From the entries below, retype only the lines from the one with "origin = (0, 0, 0)" through the one with "insert_z = tip_z + insert_drop", exactly as written.

Collected data entries

◇ ◇ ◇

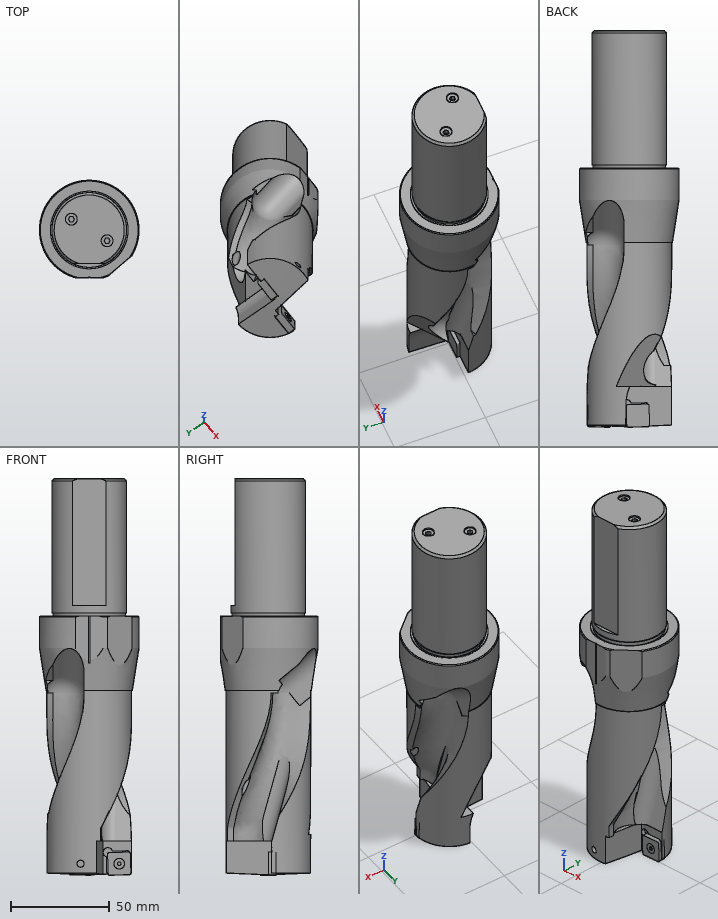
import cadquery as cq
import math


shank_radius = 38.1 / 2
shank_length = 70.0
shank_chamfer = 1.2
shank_flat_offset = 17.0
shank_flat_bottom = 5.5
neck_radius = shank_radius - 0.5
neck_length = 1.6
undercut_radius = 19.8
undercut_depth = 0.6

collar_radius = 25.4
collar_height = 16.4
collar_chamfer = 0.5
cone_bottom_radius = 22.0
cone_bottom_z = -37.9
front_flat_offset = 24.4
corner_flat_offset = 24.05
corner_flat_angle = 40.5
mark_width = 0.6
mark_depth = 0.4
mark_bottom = -24.0

drill_radius = 21.65
tip_z = -132.09
body_end_z = tip_z + 0.2
rim_rise = 0.9
flute_count = 2

groove_radius = 10.2
groove_x = -12.8
groove_y = -10.8
groove_wall_x = groove_x + groove_radius
land_x = -18.5
land_y = groove_y + math.sqrt(groove_radius ** 2 - (land_x - groove_x) ** 2)
land_slope = 0.3
flute_reach = 26.0

flute_top_z = -39.3
center_flute_end_z = -100.5
twist_rate = 2.1
twist_ease_length = 59.0
full_turn = 78.0
top_runout_angle = 51.0
slot_depth = 8.2
relief_offset = 12.5
relief_slope = 19.0
relief_heading = 127.0

clearance_tilt = 15.5
clearance_x = 6.0
clearance_depth = 7.5
clearance_fillet = 7.35
clearance_length = 50.0

outer_pocket_top_z = -114.7
center_pocket_top_z = -111.2
pocket_overrun = 1.0
seat_gap = 0.7
pocket_wall_y = 1.75
center_wall_bend_z = -120.5
center_wall_overhang = 2.0
outer_wall_inner_x = 6.9
outer_wall_rim_x = 3.2
center_wall_x = -1.7

insert_size = 11.6
insert_thickness = 4.0
insert_corner = 0.8
insert_lean = 1.5
outer_insert_x = 15.3
center_insert_x = 4.4
corner_relief_radius = 2.4

screw_head_radius = 2.7
screw_head_depth = 1.6
screw_radius = 1.8
screw_length = 12.0
screw_socket_width = 2.0
screw_socket_depth = 1.0

plug_x = -9.1
plug_y = 5.5
plug_radius = 3.0
plug_recess = 0.8
plug_length = 8.0
plug_socket_width = 3.0
plug_socket_depth = 3.0
coolant_radius = 2.0
coolant_exit = cq.Vector(-14.0, 11.5, -93.0)

origin = (0, 0, 0)
z_axis = (0, 0, 1)
y_axis = (0, 1, 0)
half_insert = insert_size / 2
lean = math.radians(insert_lean)
insert_drop = (half_insert - insert_corner) * (math.cos(lean) + math.sin(lean)) + insert_corner
insert_z = tip_z + insert_drop


def around_axis(shape, angle):
    return shape.rotate(origin, z_axis, angle)


def turned_blank():
    """Shank, collar, cone and drill shaft as one turned profile."""
    return (
        cq.Workplane("XZ")
        .moveTo(0, body_end_z)
        .lineTo(drill_radius, body_end_z + rim_rise)
        .lineTo(drill_radius, cone_bottom_z)
        .lineTo(cone_bottom_radius, cone_bottom_z)
        .lineTo(collar_radius, -collar_height)
        .lineTo(collar_radius, -collar_chamfer)
        .lineTo(collar_radius - collar_chamfer, 0)
        .lineTo(undercut_radius, 0)
        .lineTo(undercut_radius, -undercut_depth)
        .lineTo(neck_radius, -undercut_depth)
        .lineTo(neck_radius, neck_length)
        .lineTo(shank_radius, neck_length)
        .lineTo(shank_radius, shank_length - shank_chamfer)
        .lineTo(shank_radius - shank_chamfer, shank_length)
        .lineTo(0, shank_length)
        .close()
        .revolve(360, origin, (0, 1, 0))
    )


def flat_cutter(offset, bottom, top):
    """Block that leaves a flat facing -Y at the given distance from the axis."""
    width = 2 * collar_radius
    depth = collar_radius
    block = cq.Workplane("XY").box(width, depth, top - bottom, centered=(True, True, False))
    return block.translate((0, -offset - depth / 2, bottom))


def alignment_mark():
    """Shallow scribed line down the middle of the front collar flat."""
    bar = cq.Workplane("XY").box(mark_width, 2 * mark_depth, -mark_bottom, centered=(True, True, False))
    return bar.translate((0, -front_flat_offset, mark_bottom))


def flute_turn(drop):
    """Turn of the flute, in degrees, at a distance below its top: eased in, steady, then straight."""
    if drop < twist_ease_length:
        return twist_rate * drop ** 2 / (2 * twist_ease_length)
    return min(twist_rate * (drop - twist_ease_length / 2), full_turn)


def twisted_flute(end_z):
    """Flute with a sloped land, round floor and straight wall, turned by a guide curve."""
    length = flute_top_z - end_z

    def guide_point(t):
        drop = t * length
        angle = math.radians(-flute_turn(drop))
        return (
            flute_reach * math.cos(angle),
            flute_reach * math.sin(angle),
            flute_top_z - drop,
        )

    guide = cq.Workplane("XY").parametricCurve(guide_point)
    path = cq.Workplane("XZ").moveTo(0, flute_top_z).lineTo(0, end_z)
    return (
        cq.Workplane("XY", origin=(0, 0, flute_top_z))
        .moveTo(-flute_reach, land_y + land_slope * (flute_reach + land_x))
        .lineTo(land_x, land_y)
        .threePointArc((groove_x, groove_y + groove_radius), (groove_wall_x, groove_y))
        .lineTo(groove_wall_x, -flute_reach)
        .lineTo(-flute_reach, -flute_reach)
        .close()
        .sweep(path, auxSpine=guide)
    )


def groove_ball(z):
    return cq.Workplane("XY").sphere(groove_radius).translate((groove_x, groove_y, z))


def top_runout():
    """Ball end of the flute and a slot of the same section that rises outward through the cone."""
    land_from_center = land_x - groove_x
    land_height = land_y - groove_y
    slot = (
        cq.Workplane("XY")
        .moveTo(-flute_reach, land_height)
        .lineTo(land_from_center, land_height)
        .threePointArc((0, groove_radius), (groove_radius, 0))
        .lineTo(groove_radius, -slot_depth)
        .lineTo(-flute_reach, -slot_depth)
        .close()
        .extrude(2 * collar_radius)
        .rotate(origin, (1, 0, 0), top_runout_angle)
        .translate((groove_x, groove_y, flute_top_z))
    )
    return [groove_ball(flute_top_z), slot]


def center_flute_end():
    """Ball end of the flute above the center insert."""
    return around_axis(groove_ball(center_flute_end_z), -flute_turn(flute_top_z - center_flute_end_z))


def center_flute_relief():
    """Wedge that slopes the rim back from the flute down to the center insert pocket."""
    run = flute_reach - relief_offset
    rise = run / math.tan(math.radians(relief_slope))
    wedge = (
        cq.Workplane("XZ")
        .moveTo(relief_offset, center_pocket_top_z)
        .lineTo(flute_reach, center_pocket_top_z)
        .lineTo(flute_reach, center_pocket_top_z + rise)
        .close()
        .extrude(flute_reach, both=True)
    )
    return around_axis(wedge, relief_heading)


def chip_clearance(pocket_top_z):
    """Tilted, round-cornered slot that carries chips from the insert up into the flute."""
    width = flute_reach - clearance_x
    slot = (
        cq.Workplane("XY")
        .box(width, clearance_depth, 2 * clearance_length, centered=(False, False, True))
        .edges("|Z and <X and >Y")
        .fillet(clearance_fillet)
        .translate((clearance_x, pocket_wall_y - clearance_depth, 0))
        .rotate(origin, (1, 0, 0), -clearance_tilt)
        .translate((0, 0, pocket_top_z))
    )
    above_pocket = (
        cq.Workplane("XY", origin=(0, 0, pocket_top_z))
        .rect(4 * flute_reach, 4 * flute_reach)
        .extrude(clearance_length)
    )
    return slot.intersect(above_pocket)


def outer_pocket():
    """Open quarter with a backing wall facing -Y and a slanted side wall."""
    bottom_z = tip_z - pocket_overrun
    return (
        cq.Workplane("XY", origin=(0, 0, bottom_z))
        .moveTo(outer_wall_inner_x, pocket_wall_y)
        .lineTo(flute_reach, pocket_wall_y)
        .lineTo(flute_reach, -flute_reach)
        .lineTo(outer_wall_rim_x, -flute_reach)
        .close()
        .extrude(outer_pocket_top_z - bottom_z)
    )


def center_pocket():
    """Open quarter whose side wall curves over toward the top, drawn on the +X side."""
    bottom_z = tip_z - pocket_overrun
    return (
        cq.Workplane("XZ", origin=(0, pocket_wall_y, 0))
        .moveTo(center_wall_x, bottom_z)
        .lineTo(center_wall_x, center_wall_bend_z)
        .tangentArcPoint((center_wall_x + center_wall_overhang, center_pocket_top_z), relative=False)
        .lineTo(flute_reach, center_pocket_top_z)
        .lineTo(flute_reach, bottom_z)
        .close()
        .extrude(flute_reach + pocket_wall_y)
    )


def insert_block(center_x):
    """Plain square insert on the +X side; its cutting face lies on Y = 0."""
    return (
        cq.Workplane("XY")
        .box(insert_size, insert_thickness, insert_size, centered=(True, False, True))
        .edges("|Y")
        .fillet(insert_corner)
        .rotate(origin, y_axis, -insert_lean)
        .translate((center_x, 0, insert_z))
    )


def along_y(center_x, radius, length):
    """Round bar from Y = 0 along +Y at the height of the insert center."""
    return cq.Workplane("XZ", origin=(center_x, 0, insert_z)).circle(radius).extrude(-length)


def corner_relief(center_x):
    """Round clearance behind the inner upper corner of an insert."""
    bar = along_y(center_x - half_insert, corner_relief_radius, insert_thickness)
    return bar.translate((0, 0, half_insert))


def screw_blank(center_x):
    """Countersunk screw outline without its socket."""
    head = (
        cq.Workplane("XZ", origin=(center_x, 0, insert_z))
        .circle(screw_head_radius)
        .workplane(offset=-screw_head_depth)
        .circle(screw_radius)
        .loft()
    )
    return head.union(along_y(center_x, screw_radius, screw_length))


def seat_cutters(center_x, hole_length):
    """Seat with a gap beside and above the insert, corner relief and screw hole."""
    gap_seat = insert_block(center_x).translate((-seat_gap, 0, seat_gap))
    return [
        insert_block(center_x),
        gap_seat,
        corner_relief(center_x),
        along_y(center_x, screw_radius, hole_length),
    ]


def coolant_cutters():
    """Plug bore in the shank end and the slanted channel down to the flute."""
    bore_depth = plug_recess + plug_length
    bore_bottom = shank_length - bore_depth
    bore = cq.Workplane("XY", origin=(plug_x, plug_y, bore_bottom)).circle(plug_radius).extrude(bore_depth)
    start = cq.Vector(plug_x, plug_y, bore_bottom)
    path = coolant_exit - start
    channel = cq.Solid.makeCylinder(coolant_radius, path.Length, start, path)
    return [bore, cq.Workplane(channel)]


def build_body():
    body = turned_blank()
    body = body.cut(flat_cutter(shank_flat_offset, shank_flat_bottom, shank_length))
    body = body.cut(flat_cutter(front_flat_offset, cone_bottom_z, 0))
    corner_flat = flat_cutter(corner_flat_offset, cone_bottom_z, 0)
    body = body.cut(around_axis(corner_flat, corner_flat_angle))
    body = body.cut(alignment_mark())

    repeated = top_runout() + coolant_cutters()
    for index in range(flute_count):
        for cutter in repeated:
            body = body.cut(around_axis(cutter, index * 360 / flute_count))

    outer_cutters = [
        around_axis(twisted_flute(outer_pocket_top_z), 180),
        outer_pocket(),
        chip_clearance(outer_pocket_top_z),
    ]
    for cutter in outer_cutters + seat_cutters(outer_insert_x, screw_length):
        body = body.cut(cutter)

    for cutter in [twisted_flute(center_flute_end_z), center_flute_end(), center_flute_relief()]:
        body = body.cut(cutter)

    center_cutters = [center_pocket(), chip_clearance(center_pocket_top_z)]
    for cutter in center_cutters + seat_cutters(center_insert_x, collar_radius):
        body = body.cut(around_axis(cutter, 180))
    return body


def build_outer_insert():
    return insert_block(outer_insert_x).cut(screw_blank(outer_insert_x))


def build_center_insert():
    return around_axis(insert_block(center_insert_x), 180)


def build_screw():
    socket = (
        cq.Workplane("XZ", origin=(outer_insert_x, 0, insert_z))
        .polygon(6, screw_socket_width)
        .extrude(-screw_socket_depth)
    )
    return screw_blank(outer_insert_x).cut(socket)


def build_plug():
    top = shank_length - plug_recess
    return (
        cq.Workplane("XY", origin=(plug_x, plug_y, top))
        .circle(plug_radius)
        .extrude(-plug_length)
        .faces(">Z")
        .workplane()
        .polygon(6, plug_socket_width)
        .cutBlind(-plug_socket_depth)
    )


body = build_body()
outer_insert = build_outer_insert()
center_insert = build_center_insert()
screw = build_screw()
plugs = [around_axis(build_plug(), index * 360 / flute_count) for index in range(flute_count)]

result = cq.Compound.makeCompound(
    [body.val(), outer_insert.val(), center_insert.val(), screw.val()] + [plug.val() for plug in plugs]
)

◇ ◇ ◇

* _Your response_
origin = (0, 0, 0)
z_axis = (0, 0, 1)
y_axis = (0, 1, 0)
half_insert = insert_size / 2
lean = math.radians(insert_lean)
insert_drop = (half_insert - insert_corner) * (math.cos(lean) + math.sin(lean)) + insert_corner
insert_z = tip_z + insert_drop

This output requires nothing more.